Study: Apple Watch can accurately track stress without an EDA sensor
The Apple Watch may be the most popular smartwatch on the planet, but it still lags behind competitors from Fitbit and Samsung when it comes to sensors. However, a new study from Frontiers in Digital Health (via MyHealthyApple) shows that it might not need them.
In a pilot study that tracked 33 mostly white female participants, the researchers were able to use heart rate variability data from the ECG sensor on the Apple Watch Series 6 combined with machine learning techniques to develop a stress prediction tool.

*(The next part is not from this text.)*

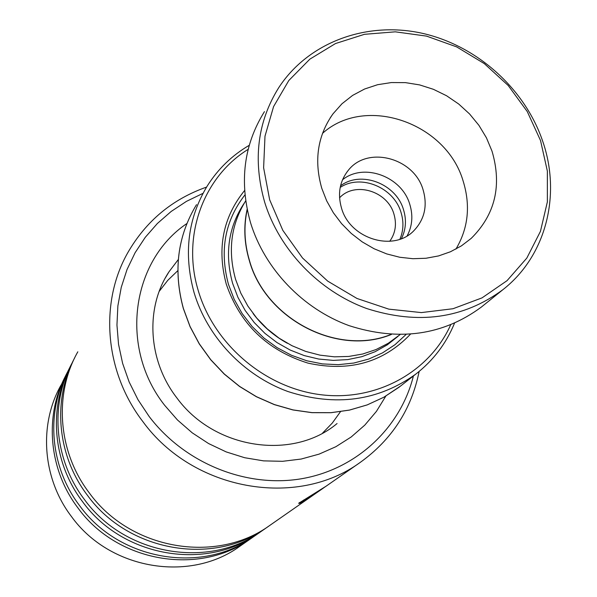 <?xml version="1.0" encoding="UTF-8"?>
<svg xmlns="http://www.w3.org/2000/svg" width="597" height="597" viewBox="0 0 597 597"><rect width="100%" height="100%" fill="white"/><g stroke="black" fill="none" stroke-linecap="round" stroke-linejoin="round"><path stroke-width="0.9" d="M401.438 238.651C405.945 229.569 406.632 219.912 403.505 209.674C396.072 183.637 360.916 170.205 340.551 185.831M399.915 239.21C403.52 230.666 403.885 221.726 401.005 212.39C393.826 187.383 360.782 173.72 340.208 187.421M389.714 241.315C395.483 233.218 396.878 224.106 393.908 213.995C387.49 190.988 354.819 181.152 339.566 197.816M247.218 209.637C243.613 226.323 244.352 243.248 249.434 260.419C265.478 319.052 337.618 356.357 391.065 334.41M244.606 190.51C222.89 217.301 216.778 248.516 226.278 284.157C240.076 324.059 267.299 350.379 307.948 363.103C349.148 372.17 383.281 362.566 410.363 334.29M244.971 194.861C224.882 220.726 219.383 250.561 228.457 284.359L234.196 299.366L242.128 313.522L252.091 326.492L263.829 337.954L277.075 347.626L291.5 355.29L306.754 360.76L322.47 363.909L338.275 364.67L353.79 363.051L368.64 359.088L382.505 352.902L395.05 344.656L405.997 334.544M245.688 200.846C230.994 224.532 227.621 250.695 235.576 279.344L240.778 293.082L247.889 306.104L256.777 318.126L267.247 328.887L279.06 338.148L291.978 345.708L305.716 351.417L319.97 355.148L334.432 356.834L348.797 356.439L362.76 353.999L376.02 349.558L388.319 343.238L399.983 334.678M248.158 149.332C203.353 177.003 181.533 236.016 198.256 290.612C214.054 344.432 265.001 387.774 320.559 394.692C376.147 401.729 429.385 372.237 450.623 324.955M454.459 323.328C446.138 343.559 433.295 360.446 415.937 373.998C378.282 401.02 335.596 406.856 287.881 391.513C243.561 375.371 207.234 336.962 194.04 292.478C183.421 253.591 187.876 218.024 207.383 185.771C218.114 168.884 232.061 155.392 249.225 145.31M247.143 209.271C243.449 226.076 244.166 243.136 249.292 260.449C265.381 319.298 337.895 356.655 391.431 334.432M540.524 140.519L527.248 111.535L508.211 85.505L484.309 63.618L456.653 46.887L426.527 36.111L395.311 31.828L364.476 34.313L335.514 43.536L309.85 59.155L288.821 80.498L273.575 106.594L264.986 136.191L263.62 167.787L269.65 199.756L282.836 230.382L302.53 258.008L327.701 281.12L356.976 298.47L388.766 309.134L421.355 312.589L452.996 308.731L482.048 297.866L507.054 280.657L526.823 258.083L540.442 231.375L547.367 201.898L547.367 171.115L540.524 140.519M264.628 202.07C252.74 159.936 257.441 121.803 278.739 87.662C308.112 42.566 365.588 21.298 420.706 32.954C475.861 44.7 524.569 87.916 542.688 141.205C561.441 195.07 546.024 256.083 502.831 289.732C463.421 318.761 418.012 325.014 366.588 308.492C318.828 291.105 279.247 249.71 264.628 202.07M321.79 188.353L326.686 200.861L333.335 212.719L341.603 223.674L351.297 233.464L362.215 241.889L374.103 248.755L386.707 253.912L399.744 257.255L412.923 258.71L425.952 258.262L438.556 255.926L450.459 251.762L461.414 245.867L471.19 238.397C495.189 214.592 502.129 185.503 492.003 151.131L486.443 137.817L478.906 125.325L469.585 113.975L458.72 104.035L446.571 95.751L433.437 89.319L419.631 84.908L405.49 82.632L391.378 82.558L377.625 84.699L364.595 89.013L352.611 95.408L341.991 103.744L333.014 113.818C317.574 135.638 313.835 160.489 321.79 188.353M455.936 249.098C468.309 228.203 470.705 205.487 463.115 180.966C446.153 122.639 365.349 94.632 322.507 133.362M341.491 208.04C349.954 239.069 394.02 252.389 414.221 230.323C424.668 219.047 427.631 205.562 423.109 189.876C414.079 157.623 367.11 145.362 348.044 170.645C339.656 181.451 337.469 193.913 341.491 208.04M342.536 179.764C363.857 162.451 401.833 176.481 409.788 204.361C413.206 215.554 412.333 226.039 407.169 235.822M483.01 305.731L481.234 307.164C442.914 335.395 398.863 341.559 349.088 325.649C302.851 308.895 264.613 268.866 250.539 222.703C239.106 181.876 243.74 144.855 264.449 111.639M203.002 193.346L186.473 201.353L171.182 211.45L157.362 223.502L145.258 237.337L135.094 252.74L127.042 269.493L121.258 287.314L117.87 305.925L116.952 325.022L118.534 344.29L122.624 363.386L129.153 381.983L138.026 399.774L149.101 416.422C184.488 463.145 245.792 488.025 300.985 478.831C356.222 469.585 400.445 427.982 413.408 375.983M419.131 371.453C411.482 409.363 391.848 439.683 360.222 462.406C296.776 508.808 192.995 490.607 142.862 421.594C104.617 371.938 99.221 302.604 127.877 252.538C146.123 220.972 172.361 199.152 206.569 187.085M61.125 384.931C38.551 424.542 42.335 478.391 71.446 516.524C109.572 569.516 189.518 582.941 239.688 546.397L240.315 545.957M77.826 351.805C53.7 394.095 57.864 451.854 89.251 492.861C130.355 549.859 216.271 564.441 269.837 525.382L270.508 524.92M74.632 357.946C52.267 399.684 56.991 455.466 87.423 495.286C128.228 551.874 213.532 566.337 266.755 527.532L268.62 526.218M72.371 362.491C49.588 403.893 53.984 459.683 84.341 499.391C124.624 555.285 208.89 569.545 261.531 531.173L262.187 530.718M70.103 366.939C48.148 407.945 52.76 462.675 82.587 501.719C122.579 557.217 206.256 571.366 258.561 533.24L260.359 531.972M67.924 371.304C45.566 411.997 49.872 466.727 79.617 505.666C119.109 560.493 201.793 574.448 253.531 536.748L254.18 536.3M65.737 375.588C44.185 415.893 48.693 469.608 77.931 507.905C117.146 562.359 199.264 576.202 250.68 538.74L252.419 537.509M325.111 486.868L303.948 500.517C303.716 501.092 306.194 499.726 311.388 496.42L321.865 489.137M312.798 495.435L310.97 496.726C302.716 502.002 298.627 504.174 298.709 503.241L326.104 486.182M303.925 500.48L299.269 502.741M159.19 291.381L167.779 280.329L177.839 270.642M340.469 411.706L332.298 423.042L322.559 433.109M244.397 202.898C228.405 226.897 224.479 253.732 232.629 283.396L237.912 297.306L245.173 310.47L254.255 322.581L264.949 333.372L277.03 342.603L290.209 350.058L304.209 355.581L318.694 359.043L333.35 360.387L347.842 359.588L361.864 356.67L375.103 351.723L387.274 344.857L398.124 336.245M253.076 313.522C262.389 325.887 273.829 335.812 287.388 343.29M415.937 373.998L398.9 387.334L383.789 397.259L367.207 404.908L349.469 410.102L330.939 412.714L311.977 412.676L292.97 409.96L274.314 404.624L256.404 396.751L239.598 386.513L224.263 374.103L210.719 359.782L199.234 343.865L190.055 326.663L183.354 308.559C173.1 270.762 177.488 236.128 196.517 204.644C177.51 236.076 173.13 270.687 183.391 308.462L190.092 326.574L199.279 343.768L210.763 359.7L224.323 374.02L239.658 386.438L256.464 396.684L274.389 404.565L293.037 409.908L312.044 412.624L330.999 412.669L349.521 410.064L367.245 404.885L383.804 397.244L400.393 386.169M178.309 259.516L169.026 271.754L166.167 276.441M385.819 396.109L376.416 411.385L364.812 425.101L351.208 436.967L335.865 446.713L319.082 454.13L301.201 459.041L282.575 461.309L263.605 460.877L244.68 457.727L226.211 451.914L208.599 443.564L192.227 432.832L177.443 419.952L164.571 405.199C119.139 347.611 131.347 260.882 186.868 223.547M399.393 335.186L399.968 334.678M481.234 307.164L502.831 289.732M346.797 172.257L348.044 170.645M330.231 117.833L333.014 113.818M165.272 278.045L169.026 271.754C145.22 307.515 147.743 360.185 176.66 397.639M261.531 531.173L266.755 527.532M269.837 525.382L310.97 496.726M321.119 489.652L323.873 487.734M325.477 486.622L360.222 462.406M253.531 536.748L258.561 533.24M239.688 546.397L250.68 538.74M337.074 423.534C292.814 460.787 214.323 449.384 176.816 397.841M303.657 499.995L303.948 500.517"/></g></svg>
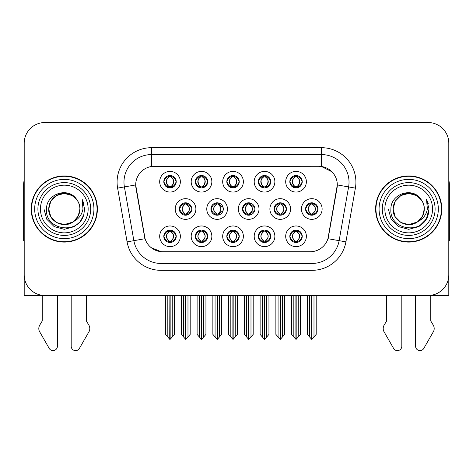 <?xml version="1.0" encoding="UTF-8"?>
<svg xmlns="http://www.w3.org/2000/svg" width="473" height="473" viewBox="0 0 473 473"><rect width="100%" height="100%" fill="white"/><g stroke="black" fill="none" stroke-linecap="round" stroke-linejoin="round"><path stroke-width="0.71" d="M179.35 209.013A6.202 6.202 0 0 0 185.552 215.215A6.202 6.202 0 0 0 191.754 209.013A6.202 6.202 0 0 0 185.552 202.811A6.202 6.202 0 0 0 179.35 209.013L179.628 209.013C180.804 212.353 182.412 214.021 184.458 214.027L185.197 214.027C181.094 210.68 181.094 207.34 185.197 203.999L185.398 203.999C181.189 207.34 181.189 210.68 185.398 214.021L185.398 214.021M175.217 209.013A10.335 10.335 0 0 0 185.552 219.348A10.335 10.335 0 0 0 195.887 209.013A10.335 10.335 0 0 0 185.552 198.678A10.335 10.335 0 0 0 175.217 209.013M289.831 181.727A6.202 6.202 0 0 0 296.033 187.929A6.202 6.202 0 0 0 302.235 181.727A6.202 6.202 0 0 0 296.033 175.524A6.202 6.202 0 0 0 289.831 181.727L289.89 181.727C291.114 178.351 292.728 176.683 294.72 176.719L294.301 175.773M285.698 181.727A10.335 10.335 0 0 0 296.033 192.062A10.335 10.335 0 0 0 306.368 181.727A10.335 10.335 0 0 0 296.033 171.392A10.335 10.335 0 0 0 285.698 181.727M258.329 181.727A6.202 6.202 0 0 0 264.531 187.929A6.202 6.202 0 0 0 270.733 181.727A6.202 6.202 0 0 0 264.531 175.524A6.202 6.202 0 0 0 258.329 181.727L258.388 181.727C259.612 178.351 261.22 176.683 263.219 176.719L262.799 175.773M254.196 181.727A10.335 10.335 0 0 0 264.531 192.062A10.335 10.335 0 0 0 274.866 181.727A10.335 10.335 0 0 0 264.531 171.392A10.335 10.335 0 0 0 254.196 181.727M195.319 181.727A6.202 6.202 0 0 0 201.522 187.929A6.202 6.202 0 0 0 207.724 181.727A6.202 6.202 0 0 0 201.522 175.524A6.202 6.202 0 0 0 195.319 181.727L195.379 181.727C196.602 178.351 198.217 176.683 200.209 176.719L199.789 175.773M191.187 181.727A10.335 10.335 0 0 0 201.522 192.062A10.335 10.335 0 0 0 211.857 181.727A10.335 10.335 0 0 0 201.522 171.392A10.335 10.335 0 0 0 191.187 181.727M226.827 236.299A6.202 6.202 0 0 0 233.029 242.501A6.202 6.202 0 0 0 239.232 236.299A6.202 6.202 0 0 0 233.029 230.097A6.202 6.202 0 0 0 226.827 236.299L226.88 236.299C228.057 239.64 229.671 241.307 231.717 241.313L232.45 241.313C228.347 237.972 228.347 234.632 232.45 231.291L232.657 231.291C228.447 234.632 228.447 237.972 232.657 241.313L232.657 241.313C228.299 237.966 228.299 234.626 232.663 231.291L231.717 231.291C229.707 231.25 228.092 232.917 226.88 236.299M222.688 236.299A10.335 10.335 0 0 0 233.029 246.634A10.335 10.335 0 0 0 243.364 236.299A10.335 10.335 0 0 0 233.029 225.964A10.335 10.335 0 0 0 222.688 236.299M210.911 209.013A6.202 6.202 0 0 0 217.107 215.215A6.202 6.202 0 0 0 223.309 209.013A6.202 6.202 0 0 0 217.107 202.811A6.202 6.202 0 0 0 210.911 209.013L211.129 209.013C212.306 212.353 213.92 214.021 215.966 214.027L216.699 214.027C212.596 210.68 212.596 207.34 216.699 203.999L216.9 203.999C212.69 207.34 212.69 210.68 216.9 214.021L216.9 214.021C212.548 210.68 212.548 207.34 216.906 203.999L215.966 203.999C213.956 203.964 212.342 205.631 211.129 209.013M206.772 209.013A10.335 10.335 0 0 0 217.107 219.348A10.335 10.335 0 0 0 227.448 209.013A10.335 10.335 0 0 0 217.107 198.678A10.335 10.335 0 0 0 206.772 209.013M163.818 236.299A6.202 6.202 0 0 0 170.02 242.501A6.202 6.202 0 0 0 176.222 236.299A6.202 6.202 0 0 0 170.02 230.097A6.202 6.202 0 0 0 163.818 236.299L163.877 236.299C165.047 239.64 166.662 241.307 168.707 241.313L169.44 241.313C165.343 237.972 165.343 234.632 169.44 231.291L169.647 231.291C165.438 234.632 165.438 237.972 169.647 241.313L169.647 241.313C165.29 237.966 165.29 234.626 169.653 231.291L168.707 231.291C166.697 231.25 165.089 232.917 163.877 236.299M159.685 236.299A10.335 10.335 0 0 0 170.02 246.634A10.335 10.335 0 0 0 180.355 236.299A10.335 10.335 0 0 0 170.02 225.964A10.335 10.335 0 0 0 159.685 236.299M274.027 209.013A6.202 6.202 0 0 0 280.229 215.215A6.202 6.202 0 0 0 286.431 209.013A6.202 6.202 0 0 0 280.229 202.811A6.202 6.202 0 0 0 274.027 209.013L274.139 209.013C275.316 212.353 276.924 214.021 278.969 214.027L279.709 214.027C275.605 210.68 275.605 207.34 279.709 203.999L279.91 203.999C275.7 207.34 275.7 210.68 279.91 214.021L279.91 214.021M269.894 209.013A10.335 10.335 0 0 0 280.229 219.348A10.335 10.335 0 0 0 290.564 209.013A10.335 10.335 0 0 0 280.229 198.678A10.335 10.335 0 0 0 269.894 209.013M242.466 209.013A6.202 6.202 0 0 0 248.668 215.215A6.202 6.202 0 0 0 254.87 209.013A6.202 6.202 0 0 0 248.668 202.811A6.202 6.202 0 0 0 242.466 209.013L242.637 209.013C243.808 212.353 245.422 214.021 247.468 214.027L248.201 214.027C244.098 210.68 244.098 207.34 248.201 203.999L248.408 203.999C244.198 207.34 244.198 210.68 248.408 214.021L248.408 214.021C244.05 210.68 244.05 207.34 248.414 203.999L247.468 203.999C245.457 203.964 243.849 205.631 242.637 209.013M238.333 209.013A10.335 10.335 0 0 0 248.668 219.348A10.335 10.335 0 0 0 259.003 209.013A10.335 10.335 0 0 0 248.668 198.678A10.335 10.335 0 0 0 238.333 209.013M258.329 236.299A6.202 6.202 0 0 0 264.531 242.501A6.202 6.202 0 0 0 270.733 236.299A6.202 6.202 0 0 0 264.531 230.097A6.202 6.202 0 0 0 258.329 236.299L258.388 236.299C259.559 239.64 261.173 241.307 263.219 241.313L263.952 241.313C259.854 237.972 259.854 234.632 263.952 231.291L264.159 231.291C259.949 234.632 259.949 237.972 264.159 241.313L264.159 241.313C259.801 237.966 259.801 234.626 264.165 231.291L263.219 231.291C261.208 231.25 259.6 232.917 258.388 236.299M254.196 236.299A10.335 10.335 0 0 0 264.531 246.634A10.335 10.335 0 0 0 274.866 236.299A10.335 10.335 0 0 0 264.531 225.964A10.335 10.335 0 0 0 254.196 236.299M226.827 181.727A6.202 6.202 0 0 0 233.029 187.929A6.202 6.202 0 0 0 239.232 181.727A6.202 6.202 0 0 0 233.029 175.524A6.202 6.202 0 0 0 226.827 181.727L226.886 181.727C228.11 178.351 229.718 176.683 231.717 176.719L231.291 175.773M222.688 181.727A10.335 10.335 0 0 0 233.029 192.062A10.335 10.335 0 0 0 243.364 181.727A10.335 10.335 0 0 0 233.029 171.392A10.335 10.335 0 0 0 222.688 181.727M289.831 236.299A6.202 6.202 0 0 0 296.033 242.501A6.202 6.202 0 0 0 302.235 236.299A6.202 6.202 0 0 0 296.033 230.097A6.202 6.202 0 0 0 289.831 236.299L289.89 236.299C291.066 239.64 292.675 241.307 294.726 241.313L295.459 241.313C291.356 237.972 291.356 234.632 295.459 231.291L295.66 231.291C291.451 234.632 291.451 237.972 295.66 241.313L295.66 241.313C291.309 237.966 291.309 234.626 295.666 231.291L294.726 231.291C292.716 231.25 291.102 232.917 289.89 236.299M285.698 236.299A10.335 10.335 0 0 0 296.033 246.634A10.335 10.335 0 0 0 306.368 236.299A10.335 10.335 0 0 0 296.033 225.964A10.335 10.335 0 0 0 285.698 236.299M195.319 236.299A6.202 6.202 0 0 0 201.522 242.501A6.202 6.202 0 0 0 207.724 236.299A6.202 6.202 0 0 0 201.522 230.097A6.202 6.202 0 0 0 195.319 236.299L195.379 236.299C196.555 239.64 198.163 241.307 200.215 241.313L200.948 241.313C196.845 237.972 196.845 234.632 200.948 231.291L201.149 231.291C196.939 234.632 196.939 237.972 201.149 241.313L201.149 241.313C196.798 237.966 196.798 234.626 201.155 231.291L200.215 231.291C198.205 231.25 196.591 232.917 195.379 236.299M191.187 236.299A10.335 10.335 0 0 0 201.522 246.634A10.335 10.335 0 0 0 211.857 236.299A10.335 10.335 0 0 0 201.522 225.964A10.335 10.335 0 0 0 191.187 236.299M305.588 209.013A6.202 6.202 0 0 0 311.784 215.215A6.202 6.202 0 0 0 317.986 209.013A6.202 6.202 0 0 0 311.784 202.811A6.202 6.202 0 0 0 305.588 209.013L305.641 209.013C306.817 212.353 308.426 214.021 310.477 214.027L311.21 214.027C307.107 210.68 307.107 207.34 311.21 203.999L311.411 203.999C307.202 207.34 307.202 210.68 311.411 214.021L311.411 214.021C307.06 210.68 307.06 207.34 311.417 203.999L310.477 203.999C308.467 203.964 306.853 205.631 305.641 209.013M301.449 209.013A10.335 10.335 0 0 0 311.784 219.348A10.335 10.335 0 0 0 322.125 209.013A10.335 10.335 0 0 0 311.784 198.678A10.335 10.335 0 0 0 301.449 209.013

The study found that a 30-second ECG reading delivered instant feedback on their stress levels with an accuracy of 52 percent to 64 percent, compared with 60 percent to 80 percent for “state-of-the-art accuracy for stress detection in real-life settings.”
Those are impressive results that relied solely on the ECG sensor. Those results would presumably be higher when using the new temperature sensor on the Apple Watch Series 8 and Apple’s own stress algorithms due to the relationship between stress and skin conductance changes.
Back in 2020, Fitbit released its new Sense watch that had, among other things, a new continuous ElectroDermal Activity (EDA) sensor that tracked tiny electrical changes on your skin to help identify when users were experiencing stress. It was hailed as an advancement over the Apple Watch, which had only just caught up with Fitbit’s blood-oxygen sensor from five years earlier. Using a dedicated EDA app, users need to hold their palms over the screen for at least 2 minutes to get a reading.
The researchers called the results “very promising,” though cautioned that the Apple Watch “lacks the predictive power to accurately predict the ‘stress’ states as of yet.”